#### [Extracted records]
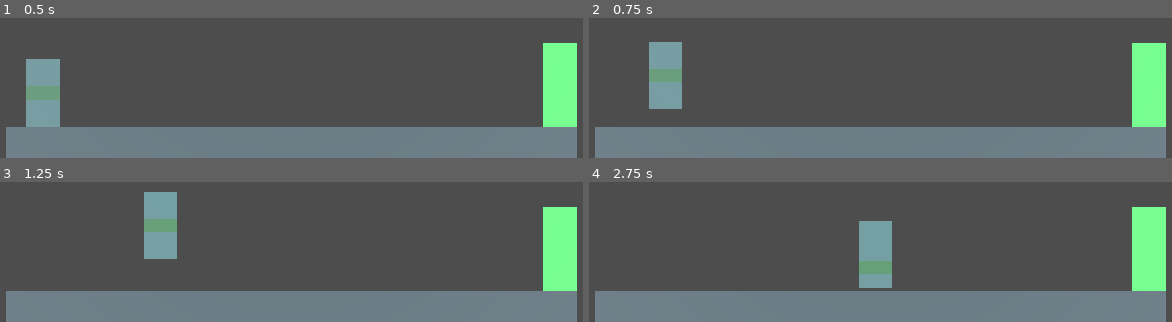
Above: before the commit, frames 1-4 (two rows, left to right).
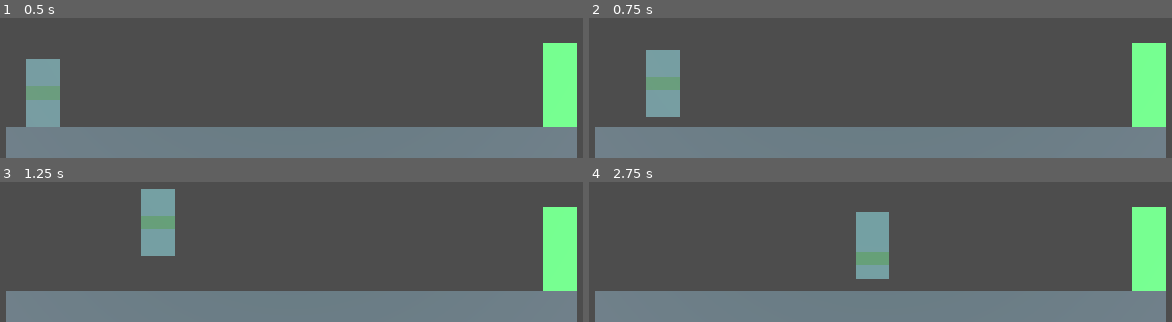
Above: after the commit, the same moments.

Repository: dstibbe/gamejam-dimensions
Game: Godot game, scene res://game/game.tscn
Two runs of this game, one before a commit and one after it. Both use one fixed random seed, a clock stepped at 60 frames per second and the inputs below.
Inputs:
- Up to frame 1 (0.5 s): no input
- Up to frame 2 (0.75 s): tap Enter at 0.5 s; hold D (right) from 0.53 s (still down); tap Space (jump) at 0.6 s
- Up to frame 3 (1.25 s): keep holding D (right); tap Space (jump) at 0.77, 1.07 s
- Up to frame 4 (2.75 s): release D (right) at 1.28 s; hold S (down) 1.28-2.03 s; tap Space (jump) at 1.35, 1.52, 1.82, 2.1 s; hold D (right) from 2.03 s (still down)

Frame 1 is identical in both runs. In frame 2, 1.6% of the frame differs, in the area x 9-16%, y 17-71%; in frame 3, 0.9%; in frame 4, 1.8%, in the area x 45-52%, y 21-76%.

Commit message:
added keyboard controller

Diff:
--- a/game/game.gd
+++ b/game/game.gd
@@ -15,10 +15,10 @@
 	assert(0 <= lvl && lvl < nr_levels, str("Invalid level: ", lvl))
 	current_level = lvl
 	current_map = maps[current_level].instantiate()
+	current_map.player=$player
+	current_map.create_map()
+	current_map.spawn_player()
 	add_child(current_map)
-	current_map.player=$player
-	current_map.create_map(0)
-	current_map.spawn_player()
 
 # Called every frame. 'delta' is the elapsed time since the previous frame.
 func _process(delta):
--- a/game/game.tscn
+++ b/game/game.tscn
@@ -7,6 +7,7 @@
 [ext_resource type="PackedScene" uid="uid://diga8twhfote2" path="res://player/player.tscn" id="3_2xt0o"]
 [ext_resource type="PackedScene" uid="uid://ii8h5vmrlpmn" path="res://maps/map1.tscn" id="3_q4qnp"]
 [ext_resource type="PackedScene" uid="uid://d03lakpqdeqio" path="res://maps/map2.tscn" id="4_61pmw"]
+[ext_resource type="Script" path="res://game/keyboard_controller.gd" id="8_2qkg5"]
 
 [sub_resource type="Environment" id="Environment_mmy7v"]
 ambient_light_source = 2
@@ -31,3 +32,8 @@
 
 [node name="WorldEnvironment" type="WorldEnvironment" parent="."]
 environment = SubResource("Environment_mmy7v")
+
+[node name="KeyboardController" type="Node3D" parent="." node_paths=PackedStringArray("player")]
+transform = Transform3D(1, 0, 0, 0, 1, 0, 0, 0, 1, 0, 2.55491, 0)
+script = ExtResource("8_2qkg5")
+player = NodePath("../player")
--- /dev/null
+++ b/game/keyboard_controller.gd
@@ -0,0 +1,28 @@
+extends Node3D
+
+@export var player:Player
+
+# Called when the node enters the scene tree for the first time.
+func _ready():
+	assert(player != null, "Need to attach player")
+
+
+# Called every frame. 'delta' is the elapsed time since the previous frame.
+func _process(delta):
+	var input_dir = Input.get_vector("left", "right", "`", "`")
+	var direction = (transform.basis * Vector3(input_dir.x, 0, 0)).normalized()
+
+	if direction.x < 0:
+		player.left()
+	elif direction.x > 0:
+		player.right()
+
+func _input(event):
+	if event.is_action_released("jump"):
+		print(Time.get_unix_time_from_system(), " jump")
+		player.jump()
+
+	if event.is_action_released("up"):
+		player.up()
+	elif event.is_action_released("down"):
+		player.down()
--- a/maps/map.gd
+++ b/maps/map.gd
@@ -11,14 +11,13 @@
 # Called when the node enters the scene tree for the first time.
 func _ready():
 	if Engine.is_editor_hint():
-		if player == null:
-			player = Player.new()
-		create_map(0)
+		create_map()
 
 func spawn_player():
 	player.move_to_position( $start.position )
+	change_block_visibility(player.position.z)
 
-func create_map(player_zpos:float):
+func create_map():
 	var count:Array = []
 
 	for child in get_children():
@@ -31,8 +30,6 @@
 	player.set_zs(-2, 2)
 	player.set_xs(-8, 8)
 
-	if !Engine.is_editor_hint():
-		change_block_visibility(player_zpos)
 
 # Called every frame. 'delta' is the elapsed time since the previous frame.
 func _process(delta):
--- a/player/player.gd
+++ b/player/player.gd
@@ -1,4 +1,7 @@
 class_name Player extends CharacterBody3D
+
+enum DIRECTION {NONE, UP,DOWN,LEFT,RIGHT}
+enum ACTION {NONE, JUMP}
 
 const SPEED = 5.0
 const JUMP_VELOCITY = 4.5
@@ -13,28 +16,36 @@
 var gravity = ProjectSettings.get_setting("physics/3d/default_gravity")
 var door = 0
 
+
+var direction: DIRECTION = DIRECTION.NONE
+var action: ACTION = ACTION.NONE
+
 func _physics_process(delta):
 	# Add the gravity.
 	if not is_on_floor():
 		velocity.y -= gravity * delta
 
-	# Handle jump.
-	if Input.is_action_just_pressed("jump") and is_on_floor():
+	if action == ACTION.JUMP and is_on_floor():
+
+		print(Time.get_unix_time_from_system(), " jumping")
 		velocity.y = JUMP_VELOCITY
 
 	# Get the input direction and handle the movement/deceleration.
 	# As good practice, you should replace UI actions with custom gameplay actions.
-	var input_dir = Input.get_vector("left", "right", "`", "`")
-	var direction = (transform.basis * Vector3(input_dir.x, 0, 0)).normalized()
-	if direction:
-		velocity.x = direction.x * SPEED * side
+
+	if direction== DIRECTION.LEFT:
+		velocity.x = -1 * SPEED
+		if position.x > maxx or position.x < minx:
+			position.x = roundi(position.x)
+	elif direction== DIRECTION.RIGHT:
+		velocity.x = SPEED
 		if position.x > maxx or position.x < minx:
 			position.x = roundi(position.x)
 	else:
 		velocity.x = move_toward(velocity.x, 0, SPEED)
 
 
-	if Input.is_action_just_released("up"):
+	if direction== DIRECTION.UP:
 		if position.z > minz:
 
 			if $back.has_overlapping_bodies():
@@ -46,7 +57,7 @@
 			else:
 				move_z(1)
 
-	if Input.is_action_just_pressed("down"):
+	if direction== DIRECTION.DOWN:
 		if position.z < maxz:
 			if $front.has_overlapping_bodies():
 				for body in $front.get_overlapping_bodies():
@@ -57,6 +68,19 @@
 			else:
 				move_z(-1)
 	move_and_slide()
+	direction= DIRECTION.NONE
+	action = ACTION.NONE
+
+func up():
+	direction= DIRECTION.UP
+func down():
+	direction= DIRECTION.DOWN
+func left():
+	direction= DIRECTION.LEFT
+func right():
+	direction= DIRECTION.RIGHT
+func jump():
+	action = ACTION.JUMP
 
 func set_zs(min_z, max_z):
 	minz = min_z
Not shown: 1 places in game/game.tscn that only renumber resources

#### [Activity]
When you print the records above, keep them exact and leave out the pictures.

#### [Solution]
Above: before the commit, frames 1-4 (two rows, left to right).
Above: after the commit, the same moments.

Repository: dstibbe/gamejam-dimensions
Game: Godot game, scene res://game/game.tscn
Two runs of this game, one before a commit and one after it. Both use one fixed random seed, a clock stepped at 60 frames per second and the inputs below.
Inputs:
- Up to frame 1 (0.5 s): no input
- Up to frame 2 (0.75 s): tap Enter at 0.5 s; hold D (right) from 0.53 s (still down); tap Space (jump) at 0.6 s
- Up to frame 3 (1.25 s): keep holding D (right); tap Space (jump) at 0.77, 1.07 s
- Up to frame 4 (2.75 s): release D (right) at 1.28 s; hold S (down) 1.28-2.03 s; tap Space (jump) at 1.35, 1.52, 1.82, 2.1 s; hold D (right) from 2.03 s (still down)

Frame 1 is identical in both runs. In frame 2, 1.6% of the frame differs, in the area x 9-16%, y 17-71%; in frame 3, 0.9%; in frame 4, 1.8%, in the area x 45-52%, y 21-76%.

Commit message:
added keyboard controller

Diff:
--- a/game/game.gd
+++ b/game/game.gd
@@ -15,10 +15,10 @@
 	assert(0 <= lvl && lvl < nr_levels, str("Invalid level: ", lvl))
 	current_level = lvl
 	current_map = maps[current_level].instantiate()
+	current_map.player=$player
+	current_map.create_map()
+	current_map.spawn_player()
 	add_child(current_map)
-	current_map.player=$player
-	current_map.create_map(0)
-	current_map.spawn_player()
 
 # Called every frame. 'delta' is the elapsed time since the previous frame.
 func _process(delta):
--- a/game/game.tscn
+++ b/game/game.tscn
@@ -7,6 +7,7 @@
 [ext_resource type="PackedScene" uid="uid://diga8twhfote2" path="res://player/player.tscn" id="3_2xt0o"]
 [ext_resource type="PackedScene" uid="uid://ii8h5vmrlpmn" path="res://maps/map1.tscn" id="3_q4qnp"]
 [ext_resource type="PackedScene" uid="uid://d03lakpqdeqio" path="res://maps/map2.tscn" id="4_61pmw"]
+[ext_resource type="Script" path="res://game/keyboard_controller.gd" id="8_2qkg5"]
 
 [sub_resource type="Environment" id="Environment_mmy7v"]
 ambient_light_source = 2
@@ -31,3 +32,8 @@
 
 [node name="WorldEnvironment" type="WorldEnvironment" parent="."]
 environment = SubResource("Environment_mmy7v")
+
+[node name="KeyboardController" type="Node3D" parent="." node_paths=PackedStringArray("player")]
+transform = Transform3D(1, 0, 0, 0, 1, 0, 0, 0, 1, 0, 2.55491, 0)
+script = ExtResource("8_2qkg5")
+player = NodePath("../player")
--- /dev/null
+++ b/game/keyboard_controller.gd
@@ -0,0 +1,28 @@
+extends Node3D
+
+@export var player:Player
+
+# Called when the node enters the scene tree for the first time.
+func _ready():
+	assert(player != null, "Need to attach player")
+
+
+# Called every frame. 'delta' is the elapsed time since the previous frame.
+func _process(delta):
+	var input_dir = Input.get_vector("left", "right", "`", "`")
+	var direction = (transform.basis * Vector3(input_dir.x, 0, 0)).normalized()
+
+	if direction.x < 0:
+		player.left()
+	elif direction.x > 0:
+		player.right()
+
+func _input(event):
+	if event.is_action_released("jump"):
+		print(Time.get_unix_time_from_system(), " jump")
+		player.jump()
+
+	if event.is_action_released("up"):
+		player.up()
+	elif event.is_action_released("down"):
+		player.down()
--- a/maps/map.gd
+++ b/maps/map.gd
@@ -11,14 +11,13 @@
 # Called when the node enters the scene tree for the first time.
 func _ready():
 	if Engine.is_editor_hint():
-		if player == null:
-			player = Player.new()
-		create_map(0)
+		create_map()
 
 func spawn_player():
 	player.move_to_position( $start.position )
+	change_block_visibility(player.position.z)
 
-func create_map(player_zpos:float):
+func create_map():
 	var count:Array = []
 
 	for child in get_children():
@@ -31,8 +30,6 @@
 	player.set_zs(-2, 2)
 	player.set_xs(-8, 8)
 
-	if !Engine.is_editor_hint():
-		change_block_visibility(player_zpos)
 
 # Called every frame. 'delta' is the elapsed time since the previous frame.
 func _process(delta):
--- a/player/player.gd
+++ b/player/player.gd
@@ -1,4 +1,7 @@
 class_name Player extends CharacterBody3D
+
+enum DIRECTION {NONE, UP,DOWN,LEFT,RIGHT}
+enum ACTION {NONE, JUMP}
 
 const SPEED = 5.0
 const JUMP_VELOCITY = 4.5
@@ -13,28 +16,36 @@
 var gravity = ProjectSettings.get_setting("physics/3d/default_gravity")
 var door = 0
 
+
+var direction: DIRECTION = DIRECTION.NONE
+var action: ACTION = ACTION.NONE
+
 func _physics_process(delta):
 	# Add the gravity.
 	if not is_on_floor():
 		velocity.y -= gravity * delta
 
-	# Handle jump.
-	if Input.is_action_just_pressed("jump") and is_on_floor():
+	if action == ACTION.JUMP and is_on_floor():
+
+		print(Time.get_unix_time_from_system(), " jumping")
 		velocity.y = JUMP_VELOCITY
 
 	# Get the input direction and handle the movement/deceleration.
 	# As good practice, you should replace UI actions with custom gameplay actions.
-	var input_dir = Input.get_vector("left", "right", "`", "`")
-	var direction = (transform.basis * Vector3(input_dir.x, 0, 0)).normalized()
-	if direction:
-		velocity.x = direction.x * SPEED * side
+
+	if direction== DIRECTION.LEFT:
+		velocity.x = -1 * SPEED
+		if position.x > maxx or position.x < minx:
+			position.x = roundi(position.x)
+	elif direction== DIRECTION.RIGHT:
+		velocity.x = SPEED
 		if position.x > maxx or position.x < minx:
 			position.x = roundi(position.x)
 	else:
 		velocity.x = move_toward(velocity.x, 0, SPEED)
 
 
-	if Input.is_action_just_released("up"):
+	if direction== DIRECTION.UP:
 		if position.z > minz:
 
 			if $back.has_overlapping_bodies():
@@ -46,7 +57,7 @@
 			else:
 				move_z(1)
 
-	if Input.is_action_just_pressed("down"):
+	if direction== DIRECTION.DOWN:
 		if position.z < maxz:
 			if $front.has_overlapping_bodies():
 				for body in $front.get_overlapping_bodies():
@@ -57,6 +68,19 @@
 			else:
 				move_z(-1)
 	move_and_slide()
+	direction= DIRECTION.NONE
+	action = ACTION.NONE
+
+func up():
+	direction= DIRECTION.UP
+func down():
+	direction= DIRECTION.DOWN
+func left():
+	direction= DIRECTION.LEFT
+func right():
+	direction= DIRECTION.RIGHT
+func jump():
+	action = ACTION.JUMP
 
 func set_zs(min_z, max_z):
 	minz = min_z
Not shown: 1 places in game/game.tscn that only renumber resources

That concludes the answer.